The hovercraft is an 89-foot BHT-130WD (British Hovercraft Technology), built to spec by Kvichak Marine Industries in Seattle, called SUNA X. According to the Aleutians East Burough web site, Hoverlink, LLC, will operate it. However, a BHT-130 serving a nearby community has proven very costly to operate and is not always up to winter conditions. That BHT-130 has sat out of service for significant periods of time. Without this hovercraft, or some similar reliable, reasonably guaranteed form of transport, reaching Akutan Airport from Akutan Island will be difficult at best.
The City of Akutan has a permanent population of roughly one hundred individuals. Seasonal workers employed at nearby Trident Seafoods Company swell the population during the summer months to closer to 1,000. Historically, the Akutan community has been served bi-monthly between May and October by an Alaskan Marine Highway System ferry out of Kodiak, and a G-21A Grumman Goose seaplane, operated by Peninsula Airways, when conditions allow. PenAir is the only airline serving this area, with the G-21A flying between Akutan Island and Dutch Harbor on Unalaska Island.
The durable twin-prop G-21A can withstand many of the harsh weather and sea conditions where other sea-landing aircraft would fail. Unfortunately, Grummans were built only during the World War II era, so, over six decades later, maintenance and parts fabrication are difficult and costly.

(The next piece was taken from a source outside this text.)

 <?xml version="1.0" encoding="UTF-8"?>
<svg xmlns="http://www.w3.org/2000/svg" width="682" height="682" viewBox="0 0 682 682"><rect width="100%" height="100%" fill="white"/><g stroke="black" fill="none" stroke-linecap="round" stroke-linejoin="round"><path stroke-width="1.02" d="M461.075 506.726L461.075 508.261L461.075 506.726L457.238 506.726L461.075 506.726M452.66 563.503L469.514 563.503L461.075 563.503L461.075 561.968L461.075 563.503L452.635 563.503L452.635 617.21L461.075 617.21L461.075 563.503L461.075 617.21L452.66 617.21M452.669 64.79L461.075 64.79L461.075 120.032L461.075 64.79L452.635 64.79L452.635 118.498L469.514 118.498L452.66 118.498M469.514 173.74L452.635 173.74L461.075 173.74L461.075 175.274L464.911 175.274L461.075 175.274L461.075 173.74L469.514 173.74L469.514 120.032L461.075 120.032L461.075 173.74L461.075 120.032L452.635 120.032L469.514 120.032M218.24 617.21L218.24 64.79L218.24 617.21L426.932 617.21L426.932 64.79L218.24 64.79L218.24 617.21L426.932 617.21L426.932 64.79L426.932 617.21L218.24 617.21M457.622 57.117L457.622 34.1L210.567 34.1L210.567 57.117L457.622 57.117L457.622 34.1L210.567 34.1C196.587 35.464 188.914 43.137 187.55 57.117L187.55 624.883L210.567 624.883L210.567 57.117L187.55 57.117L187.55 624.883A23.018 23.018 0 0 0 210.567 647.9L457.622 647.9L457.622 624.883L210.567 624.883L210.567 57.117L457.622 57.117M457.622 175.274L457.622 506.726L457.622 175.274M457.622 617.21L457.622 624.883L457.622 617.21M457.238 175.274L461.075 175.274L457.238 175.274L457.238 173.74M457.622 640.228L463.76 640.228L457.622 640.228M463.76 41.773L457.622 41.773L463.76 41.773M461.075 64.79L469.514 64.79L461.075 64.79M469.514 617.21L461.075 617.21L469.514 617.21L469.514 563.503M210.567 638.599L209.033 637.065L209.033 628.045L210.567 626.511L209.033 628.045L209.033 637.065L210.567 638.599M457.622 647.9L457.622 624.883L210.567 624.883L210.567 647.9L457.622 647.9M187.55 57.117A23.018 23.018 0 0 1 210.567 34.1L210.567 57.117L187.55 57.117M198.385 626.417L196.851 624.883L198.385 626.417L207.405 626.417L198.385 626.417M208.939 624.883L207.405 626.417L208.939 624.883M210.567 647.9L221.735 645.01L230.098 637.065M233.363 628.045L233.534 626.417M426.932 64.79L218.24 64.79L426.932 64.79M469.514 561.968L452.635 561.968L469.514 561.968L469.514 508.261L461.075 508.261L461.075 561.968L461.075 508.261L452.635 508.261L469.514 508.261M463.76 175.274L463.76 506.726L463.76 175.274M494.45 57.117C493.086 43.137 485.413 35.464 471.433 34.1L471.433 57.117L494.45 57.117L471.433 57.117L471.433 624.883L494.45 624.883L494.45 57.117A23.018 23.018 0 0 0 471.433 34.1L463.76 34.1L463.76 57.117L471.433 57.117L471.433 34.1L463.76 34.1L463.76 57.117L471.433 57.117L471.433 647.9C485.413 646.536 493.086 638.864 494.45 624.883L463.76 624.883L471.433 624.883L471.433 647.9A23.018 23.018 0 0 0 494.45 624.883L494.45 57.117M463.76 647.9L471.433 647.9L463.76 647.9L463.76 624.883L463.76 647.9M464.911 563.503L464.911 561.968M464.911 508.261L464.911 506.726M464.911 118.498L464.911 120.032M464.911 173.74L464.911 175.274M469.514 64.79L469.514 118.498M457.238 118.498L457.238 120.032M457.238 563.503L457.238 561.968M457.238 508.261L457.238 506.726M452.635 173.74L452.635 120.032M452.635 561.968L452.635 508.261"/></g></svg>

There is no question that the G-21A must be replaced. The thing is, the G-21A lands on water, and any aircraft reliable enough to replace it will require an airport. (The aging seaplane is among the reasons for the airport.) The current plan is to replace the G-21A with a Navajo Chieftain. Because Akutan Airport will be a Class B-II airport, accommodating aircraft with wingspans of 49 to 78 feet traveling between 91 and 120 knots, the Saab 340, which flies out of Anchorage, will also be able to land there. PenAir will continue to be the carrier serving this area.
There have been questions as to why this airport should be built at such expense when it’s so remote and serves a specific, small community. If it weren’t for Trident, would this airport be built at all? Many have eyed the Akutan Airport project with trepidation, recalling the late Alaska Senator Ted Stevens’ well-known “Bridge to Nowhere,” a $398 million project which never got underway after being labeled as pork barrel spending. That bridge would have connected the fifty or so people living on Gravina Island and the airport located there to the town of Ketchikan, replacing a five-minute ferry ride across the half-mile Tongass Narrows.
On the other hand, might this Akutan Airport open the way for positive population and economic growth for this part of Alaska? The City of Akutan is a busy port town, after all, with the Trident facility there said to be the largest seafood processing plant in North America, processing such catch as pollock, halibut, and other fish, king and snow crab, and producing pollock roe, surimi, fish meal, and fish oil. It runs at varying capacities year-round and can process up to three million pounds of fish a day. An argument can be made that what’s good for Trident at Akutan is good for the economy and therefore good for the Alaskan people. If the airport and hovercraft connection works smoothly, better access in and out of Akutan for local citizens, fishers, Trident employees, and other workers, and freer transport of products could result.
As with most things, time will tell, and we’ll have a clearer picture at the end of this year.